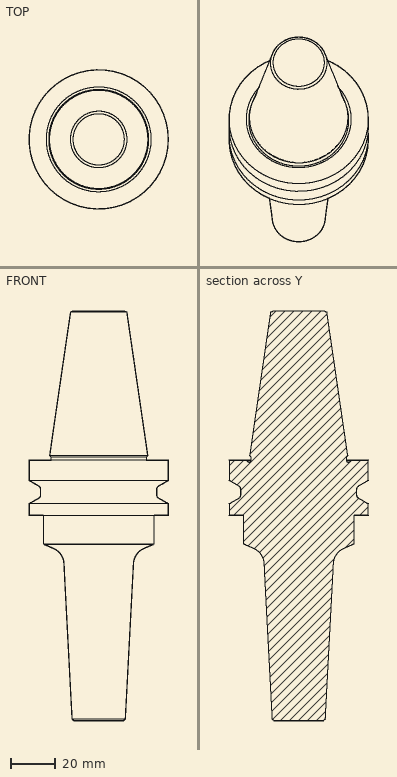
import cadquery as cq
import math

total_length = 185.4
cone_length = 65.5
cone_gauge_radius = 22.2
cone_slope = 7 / 48
cone_top_chamfer_width = 1.1
cone_top_chamfer_height = 0.5

neck_radius = 21.7
neck_step = 0.5
flange_top = -2.0
undercut_depth = 1.0
undercut_radius = 23.7

flange_radius = 31.5
flange_height = 25.0
groove_radius = 26.3
groove_center = -16.5
groove_floor_height = 4.5
groove_side_angle = math.radians(30)
groove_fillet = 1.3

boss_radius = 25.0
boss_chamfer = 0.4
shoulder_angle = math.radians(23)
shoulder_fillet = 7.8
shank_top = -48.8
shank_tip_radius = 12.0
shank_angle = math.radians(3)
tip_chamfer_width = 1.0
tip_chamfer_height = 0.7

shank_bottom = cone_length - total_length
flange_bottom = flange_top - flange_height
cone_top_radius = cone_gauge_radius - cone_length * cone_slope
groove_floor_top = groove_center + groove_floor_height / 2
groove_floor_bottom = groove_center - groove_floor_height / 2
groove_side_height = (flange_radius - groove_radius) * math.tan(groove_side_angle)


def shank_radius(z):
    """Radius of the tapered shank at height z."""
    return shank_tip_radius + (z - shank_bottom) * math.tan(shank_angle)


shoulder_normal = math.pi / 2 - shoulder_angle
fillet_center_r = shank_radius(shank_top) + shoulder_fillet * math.cos(shank_angle)
fillet_center_z = shank_top - shoulder_fillet * math.sin(shank_angle)


def shoulder_fillet_point(normal_angle):
    """Point of the concave shoulder fillet where the surface normal has the given angle."""
    r = fillet_center_r - shoulder_fillet * math.cos(normal_angle)
    z = fillet_center_z + shoulder_fillet * math.sin(normal_angle)
    return r, z


shoulder_inner = shoulder_fillet_point(shoulder_normal)
shoulder_mid = shoulder_fillet_point((shank_angle + shoulder_normal) / 2)
shoulder_outer_radius = boss_radius - boss_chamfer
shoulder_outer_z = shoulder_inner[1] + (shoulder_outer_radius - shoulder_inner[0]) * math.tan(shoulder_angle)

undercut_floor = flange_top - undercut_depth
undercut_round_mid = (
    neck_radius + undercut_depth * (1 - math.sqrt(0.5)),
    flange_top - undercut_depth * math.sqrt(0.5),
)

profile = (
    cq.Workplane("XZ")
    .moveTo(0, shank_bottom)
    .lineTo(shank_tip_radius - tip_chamfer_width, shank_bottom)
    .lineTo(shank_radius(shank_bottom + tip_chamfer_height), shank_bottom + tip_chamfer_height)
    .lineTo(shank_radius(shank_top), shank_top)
    .threePointArc(shoulder_mid, shoulder_inner)
    .lineTo(shoulder_outer_radius, shoulder_outer_z)
    .lineTo(boss_radius, shoulder_outer_z + boss_chamfer)
    .lineTo(boss_radius, flange_bottom)
    .lineTo(flange_radius, flange_bottom)
    .lineTo(flange_radius, groove_floor_bottom - groove_side_height)
    .lineTo(groove_radius, groove_floor_bottom)
    .lineTo(groove_radius, groove_floor_top)
    .lineTo(flange_radius, groove_floor_top + groove_side_height)
    .lineTo(flange_radius, flange_top)
    .lineTo(undercut_radius, flange_top)
    .lineTo(neck_radius + undercut_depth, undercut_floor)
    .threePointArc(undercut_round_mid, (neck_radius, flange_top))
    .lineTo(neck_radius, -neck_step)
    .lineTo(cone_gauge_radius, 0)
    .lineTo(cone_top_radius + cone_top_chamfer_height * cone_slope, cone_length - cone_top_chamfer_height)
    .lineTo(cone_top_radius - cone_top_chamfer_width, cone_length)
    .lineTo(0, cone_length)
    .close()
)

body = profile.revolve(360, (0, 0, 0), (0, 1, 0))


def groove_corner(z):
    """Selector for the circular corner of the gripper groove floor at height z."""
    tolerance = 0.1
    reach = flange_radius + 1.9
    return cq.selectors.BoxSelector(
        (-reach, -reach, z - tolerance),
        (reach, reach, z + tolerance),
    )


result = (
    body.edges("%CIRCLE")
    .edges(groove_corner(groove_floor_top) + groove_corner(groove_floor_bottom))
    .fillet(groove_fillet)
)

AIM OF THE TASK :: Give an exact copy of the lines above from the line with "cone_top_chamfer_height = 0.5" up to and including the line with "cone_top_radius = cone_gauge_radius", and leave everything else out.

RESULT ::
cone_top_chamfer_height = 0.5

neck_radius = 21.7
neck_step = 0.5
flange_top = -2.0
undercut_depth = 1.0
undercut_radius = 23.7

flange_radius = 31.5
flange_height = 25.0
groove_radius = 26.3
groove_center = -16.5
groove_floor_height = 4.5
groove_side_angle = math.radians(30)
groove_fillet = 1.3

boss_radius = 25.0
boss_chamfer = 0.4
shoulder_angle = math.radians(23)
shoulder_fillet = 7.8
shank_top = -48.8
shank_tip_radius = 12.0
shank_angle = math.radians(3)
tip_chamfer_width = 1.0
tip_chamfer_height = 0.7

shank_bottom = cone_length - total_length
flange_bottom = flange_top - flange_height
cone_top_radius = cone_gauge_radius - cone_length * cone_slope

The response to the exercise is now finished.